Many customers come to us with multiple tools being used in many different departments. We work to understand their business processes and how they can consolidate and create a central work repository, giving everyone visibility into their work they didn’t have before.
We also deepen our partnerships with customers year after year as they grow in maturity through the use of Workfront. For example, an organization may save a lot of time using our digital proofing solution, and their next step to value is creating a workflow to safely store completed images in a way that preserves approvals and versions.
Other companies may see a reduction in meetings just by using the collaboration in Workfront, and their next step to value is managing their resources in a way that allows them to make smarter decisions when assigning work.
2. What are the common cultural barriers can exist within organizations that make them resistant to even positive changes?
Lamoreaux: It’s interesting – a few I see most often:
- Resistance to Changing the Status Quo: Sometimes the people most impacted by the change don’t see the need to change. They like the way things are. So even if someone in authority is moving the change forward, there can be cultural resistance.
- Rushing or Not Taking The Time: Often organizations are implementing change to help save time and yet it is difficult for them to find the time to make the change while business is running as usual. Making time for the change – to communicate, to slow down and architect a great framework, helping educate everyone involved – taking time for all of this is key to success.

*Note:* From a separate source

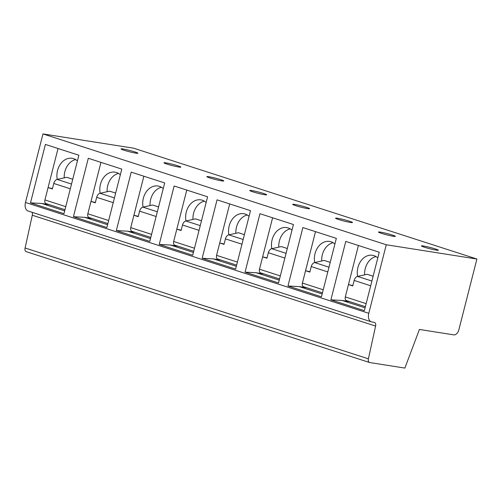 <?xml version="1.0" encoding="UTF-8"?>
<svg xmlns="http://www.w3.org/2000/svg" width="502" height="502" viewBox="0 0 502 502"><rect width="100%" height="100%" fill="white"/><g stroke="black" fill="none" stroke-linecap="round" stroke-linejoin="round"><path stroke-width="0.75" d="M476.9 259.026L133.601 148.184L42.965 133.921L25.489 202.469A8.145 5.139 107.9 0 0 28.106 211.022L371.405 321.864A8.145 5.139 107.9 0 0 371.9 321.977L374.26 322.353A3.489 2.203 -72.1 0 1 374.473 322.403A3.489 2.203 -72.1 0 1 375.596 326.068L368.399 358.83A3.489 2.203 107.9 0 0 369.522 362.5A3.489 2.203 107.9 0 0 369.729 362.551L404.876 368.079L419.415 329.456L453.764 334.865A5.817 3.671 107.9 0 0 458.853 329.82L476.9 259.026L386.264 244.756L368.788 313.304A8.145 5.139 107.9 0 0 371.405 321.864M32.053 212.296A3.489 2.203 -72.1 0 1 32.297 215.232L25.1 247.994A3.489 2.203 107.9 0 0 26.223 251.659L369.522 362.5M25.1 247.994L368.399 358.83M32.297 215.232L375.596 326.068M42.965 133.921L386.264 244.756M379.248 252.224L364.358 310.663L330.881 299.851L345.778 241.418L379.248 252.224M336.34 238.368L321.443 296.807L287.972 285.996L302.869 227.563L336.34 238.368M293.425 224.513L278.528 282.952L245.058 272.147L259.954 213.708L293.425 224.513M250.511 210.658L235.62 269.097L202.149 258.292L217.04 199.852L250.511 210.658M207.602 196.803L192.705 255.242L159.234 244.436L174.131 185.997L207.602 196.803M164.687 182.948L149.791 241.387L116.32 230.581L131.217 172.142L164.687 182.948M121.779 169.092L106.882 227.531L73.411 216.726L88.302 158.287L121.779 169.092M78.864 155.237L63.967 213.676L30.496 202.871L45.393 144.432L78.864 155.237M423.424 245.993A8.722 0.671 -165.7 0 1 432.862 248.183A8.722 0.671 -165.7 0 1 438.315 250.222A8.722 0.671 -165.7 0 1 436.294 250.147A8.722 0.671 -165.7 0 1 426.863 247.957A8.722 0.671 -165.7 0 1 421.41 245.911A8.722 0.671 -165.7 0 1 423.424 245.993M380.51 232.137A8.722 0.671 -165.7 0 1 389.947 234.327A8.722 0.671 -165.7 0 1 395.4 236.367A8.722 0.671 -165.7 0 1 393.386 236.291A8.722 0.671 -165.7 0 1 383.948 234.101A8.722 0.671 -165.7 0 1 378.495 232.062A8.722 0.671 -165.7 0 1 380.51 232.137M337.601 218.282A8.722 0.671 -165.7 0 1 347.033 220.472A8.722 0.671 -165.7 0 1 352.492 222.511A8.722 0.671 -165.7 0 1 350.471 222.436A8.722 0.671 -165.7 0 1 341.04 220.246A8.722 0.671 -165.7 0 1 335.581 218.207A8.722 0.671 -165.7 0 1 337.601 218.282M294.687 204.427A8.722 0.671 -165.7 0 1 304.124 206.617A8.722 0.671 -165.7 0 1 309.577 208.663A8.722 0.671 -165.7 0 1 307.563 208.581A8.722 0.671 -165.7 0 1 298.125 206.391A8.722 0.671 -165.7 0 1 292.672 204.352A8.722 0.671 -165.7 0 1 294.687 204.427M251.772 190.572A8.722 0.671 -165.7 0 1 261.209 192.762A8.722 0.671 -165.7 0 1 266.662 194.807A8.722 0.671 -165.7 0 1 264.648 194.726A8.722 0.671 -165.7 0 1 255.211 192.536A8.722 0.671 -165.7 0 1 249.758 190.496A8.722 0.671 -165.7 0 1 251.772 190.572M208.863 176.717A8.722 0.671 -165.7 0 1 218.295 178.907A8.722 0.671 -165.7 0 1 223.754 180.952A8.722 0.671 -165.7 0 1 221.733 180.877A8.722 0.671 -165.7 0 1 212.302 178.681A8.722 0.671 -165.7 0 1 206.843 176.641A8.722 0.671 -165.7 0 1 208.863 176.717M165.949 162.861A8.722 0.671 -165.7 0 1 175.386 165.058A8.722 0.671 -165.7 0 1 180.839 167.097A8.722 0.671 -165.7 0 1 178.825 167.022A8.722 0.671 -165.7 0 1 169.387 164.825A8.722 0.671 -165.7 0 1 163.934 162.786A8.722 0.671 -165.7 0 1 165.949 162.861M123.04 149.006A8.722 0.671 -165.7 0 1 132.472 151.202A8.722 0.671 -165.7 0 1 137.931 153.242A8.722 0.671 -165.7 0 1 135.91 153.166A8.722 0.671 -165.7 0 1 126.479 150.97A8.722 0.671 -165.7 0 1 121.02 148.931A8.722 0.671 -165.7 0 1 123.04 149.006M365.067 307.858L342.132 300.453L330.881 299.851M358.422 245.497L348.47 284.559M349.743 301.652L342.132 300.453M377.805 257.896A16.284 12.563 -81.1 0 0 372.471 255.28A16.284 12.563 -81.1 0 0 357.926 267.484A16.284 12.563 -81.1 0 0 357.625 276.395M376.017 256.566A16.284 12.563 -81.1 0 0 365.236 268.639A16.284 12.563 -81.1 0 0 364.609 274.845M352.843 285.607L348.463 284.559L352.755 285.945L354.161 280.436A4.65 2.937 -72.1 0 1 357.549 276.414L367.131 274.287L373.13 276.225M346.65 300.635A3.489 2.203 -72.1 0 1 346.436 300.585A3.489 2.203 -72.1 0 1 345.313 296.92L348.463 284.559M371.9 281.045L357.549 276.414M322.158 294.003L299.223 286.598L287.972 285.996M315.513 231.642L305.555 270.703L309.929 271.751M306.829 287.797L299.223 286.598M334.89 244.041A16.284 12.563 -81.1 0 0 329.563 241.424A16.284 12.563 -81.1 0 0 315.018 253.629A16.284 12.563 -81.1 0 0 314.71 262.54M333.102 242.711A16.284 12.563 -81.1 0 0 322.322 254.784A16.284 12.563 -81.1 0 0 321.7 260.99M303.735 286.78A3.489 2.203 -72.1 0 1 303.522 286.73A3.489 2.203 -72.1 0 1 302.405 283.065L305.555 270.703L309.847 272.09L311.246 266.581A4.65 2.937 -72.1 0 1 314.641 262.559L324.217 260.431L330.222 262.37M328.992 267.19L314.641 262.559M279.244 280.154L256.309 272.743L245.058 272.147M272.599 217.786L262.64 256.848L267.02 257.896M263.914 273.941L256.309 272.743M291.982 230.186A16.284 12.563 -81.1 0 0 286.648 227.569A16.284 12.563 -81.1 0 0 272.103 239.78A16.284 12.563 -81.1 0 0 271.802 248.685M290.194 228.862A16.284 12.563 -81.1 0 0 279.413 240.929A16.284 12.563 -81.1 0 0 278.786 247.135M260.82 272.925A3.489 2.203 -72.1 0 1 260.613 272.875A3.489 2.203 -72.1 0 1 259.49 269.21L262.64 256.848L266.932 258.235L268.338 252.726A4.65 2.937 -72.1 0 1 271.726 248.703L281.308 246.576L287.307 248.515M286.077 253.334L271.726 248.703M236.329 266.298L213.394 258.894L202.149 258.292M229.684 203.937L219.732 242.993L224.105 244.041M221.005 260.086L213.394 258.894M249.067 216.331A16.284 12.563 -81.1 0 0 243.74 213.714A16.284 12.563 -81.1 0 0 229.188 225.925A16.284 12.563 -81.1 0 0 228.887 234.829M247.279 215.007A16.284 12.563 -81.1 0 0 236.498 227.073A16.284 12.563 -81.1 0 0 235.871 233.279M217.912 259.07A3.489 2.203 -72.1 0 1 217.699 259.019A3.489 2.203 -72.1 0 1 216.575 255.355L219.725 242.993L224.017 244.38L225.423 238.87A4.65 2.937 -72.1 0 1 228.812 234.848L238.394 232.721L244.392 234.66M243.169 239.479L228.812 234.848M193.421 252.443L170.485 245.039L159.234 244.436M186.775 190.082L176.817 229.138L181.191 230.192M178.091 246.237L170.485 245.039M206.153 202.475A16.284 12.563 -81.1 0 0 200.825 199.859A16.284 12.563 -81.1 0 0 186.28 212.07A16.284 12.563 -81.1 0 0 185.972 220.974M204.37 201.151A16.284 12.563 -81.1 0 0 193.59 213.218A16.284 12.563 -81.1 0 0 192.963 219.424M174.997 245.214A3.489 2.203 -72.1 0 1 174.784 245.164A3.489 2.203 -72.1 0 1 173.667 241.5L176.817 229.138L181.109 230.525L182.508 225.015A4.65 2.937 -72.1 0 1 185.903 220.993L195.485 218.866L201.484 220.805M200.254 225.624L185.903 220.993M150.506 238.588L127.571 231.184L116.32 230.581M143.861 176.227L133.902 215.283L138.282 216.337M135.182 232.382L127.571 231.184M163.244 188.62A16.284 12.563 -81.1 0 0 157.91 186.01A16.284 12.563 -81.1 0 0 143.365 198.215A16.284 12.563 -81.1 0 0 143.064 207.125M161.456 187.296A16.284 12.563 -81.1 0 0 150.675 199.363A16.284 12.563 -81.1 0 0 150.048 205.575M132.089 231.366A3.489 2.203 -72.1 0 1 131.875 231.309A3.489 2.203 -72.1 0 1 130.752 227.644L133.902 215.283L138.194 216.669L139.6 211.166A4.65 2.937 -72.1 0 1 142.988 207.138L152.57 205.011L158.569 206.95M157.339 211.775L142.988 207.138M107.597 224.733L84.662 217.328L73.411 216.726M100.952 162.372L90.994 201.427L95.367 202.482M92.268 218.527L84.662 217.328M120.329 174.765A16.284 12.563 -81.1 0 0 115.002 172.155A16.284 12.563 -81.1 0 0 100.45 184.359A16.284 12.563 -81.1 0 0 100.149 193.27M118.541 173.441A16.284 12.563 -81.1 0 0 107.761 185.508A16.284 12.563 -81.1 0 0 107.139 191.72M89.174 217.51A3.489 2.203 -72.1 0 1 88.961 217.46A3.489 2.203 -72.1 0 1 87.837 213.789L90.994 201.427L95.28 202.814L96.685 197.311A4.65 2.937 -72.1 0 1 100.08 193.283L109.656 191.162L115.661 193.094M114.431 197.92L100.08 193.283M64.683 210.878L41.748 203.473L30.496 202.871M58.037 148.517L48.079 187.579M49.353 204.672L41.748 203.473M77.421 160.91A16.284 12.563 -81.1 0 0 72.087 158.299A16.284 12.563 -81.1 0 0 57.542 170.504A16.284 12.563 -81.1 0 0 57.241 179.415M75.633 159.586A16.284 12.563 -81.1 0 0 64.852 171.653A16.284 12.563 -81.1 0 0 64.225 177.865M52.453 188.626L48.079 187.572L52.371 188.959L53.777 183.456A4.65 2.937 -72.1 0 1 57.165 179.427L66.747 177.306L72.746 179.239M46.259 203.655A3.489 2.203 -72.1 0 1 46.046 203.605A3.489 2.203 -72.1 0 1 44.929 199.934L48.079 187.572M71.516 184.065L57.165 179.427M25.489 202.469L368.788 313.304M366.14 303.641L345.313 296.92M370.696 285.776L354.161 280.436M323.232 289.792L302.405 283.065M327.787 271.921L311.246 266.581M280.317 275.937L259.49 269.21M284.872 258.066L268.338 252.726M237.408 262.082L216.575 255.355M241.958 244.21L225.423 238.87M194.494 248.226L173.667 241.5M199.049 230.355L182.508 225.015M151.579 234.371L130.752 227.644M156.135 216.5L139.6 211.166M108.67 220.516L87.837 213.789M113.226 202.651L96.685 197.311M65.756 206.661L44.929 199.934M70.311 188.796L53.777 183.456M365.362 306.697L346.436 300.585M322.453 292.842L303.522 286.73M279.539 278.986L260.613 272.875M236.63 265.131L217.699 259.019M193.716 251.276L174.784 245.164M150.801 237.421L131.875 231.309M107.892 223.572L88.961 217.46M64.978 209.717L46.046 203.605"/></g></svg>

- Communication: Sometimes organizations will push a change initiative out without a lot of communication or explanation. This leads to people feeling forced, out of the loop, etc. Communication (both given and creating opportunities for feedback) is critical when leading a change effort. A lack of communication can lead to people holding out, gathering political allies just to defeat the change.
When I do change assessments for organizations particularly challenged with resistance, I often find the people who are the most resistant are those who are most passionate about their work. Even more important, they have valid points to be considered in the change effort. I’ve often found by simply listening and then finding a way to support their needs in the change turns those individuals into huge champions for the change. Don’t get me wrong, you will still have people who just refuse to change, which often require executive sponsors to deal with effectively. However, most of the time your pockets of resistance are often the best places to gather allies in your change effort.
The bottom line with resistance is that it can really hurt a company’s bottom line. Just a few small efforts to help employees deal with the change as you work through it can pay off huge in the long run. When change is not run successfully, you are not only dealing with the costs of failed change, but also with all the productivity lost in the employee’s resistance to change.
3. What can companies do on an ongoing basis to create a culture that invites rather than fears innovation and change?
Lamoreaux: I believe it’s all about the culture you create. Do people feel like they are important to the change? Are lines of communication open so people always know where they fit and can see how things will change for their role and work? Is the culture supportive of feedback, even when it isn’t what they want to hear?
Creating a culture that takes change on, celebrates change, and helps create the vision for where people are going is key. I believe that organizations that make their people feel a valued asset and partner in any change they are creating are the most successful.
4. Can you share any examples of situations where you’ve seen individuals successfully plant the seeds that change is needed...and get others on board over time?
Lamoreaux: We see it happen time and time again with our customers. One group, such as a marketing team, will implement Workfront and work the solution. They show up to meetings with different real-time reports than their counterparts as well as answers and visibility to what is truly happening with their work—and they get noticed. Pretty soon it’s like a bandwagon. Another team wants to jump on, and another. As each group starts managing their work, they realize further opportunities for collaboration, and the groups begin to collaborate on work together in the tool.
Honestly it’s really about saying, “I see we can do something different here, and I’m going to lead by example.” I’ve watched Workfront champions grow their careers as they’ve strategically run iterative change efforts to bring value to their organization.
5. Do you have any favorite quotes about change management that can help inspire companies to be more open to change?
“You must embrace change before change erases you.”
“The art of life is a constant readjustment to our surroundings.”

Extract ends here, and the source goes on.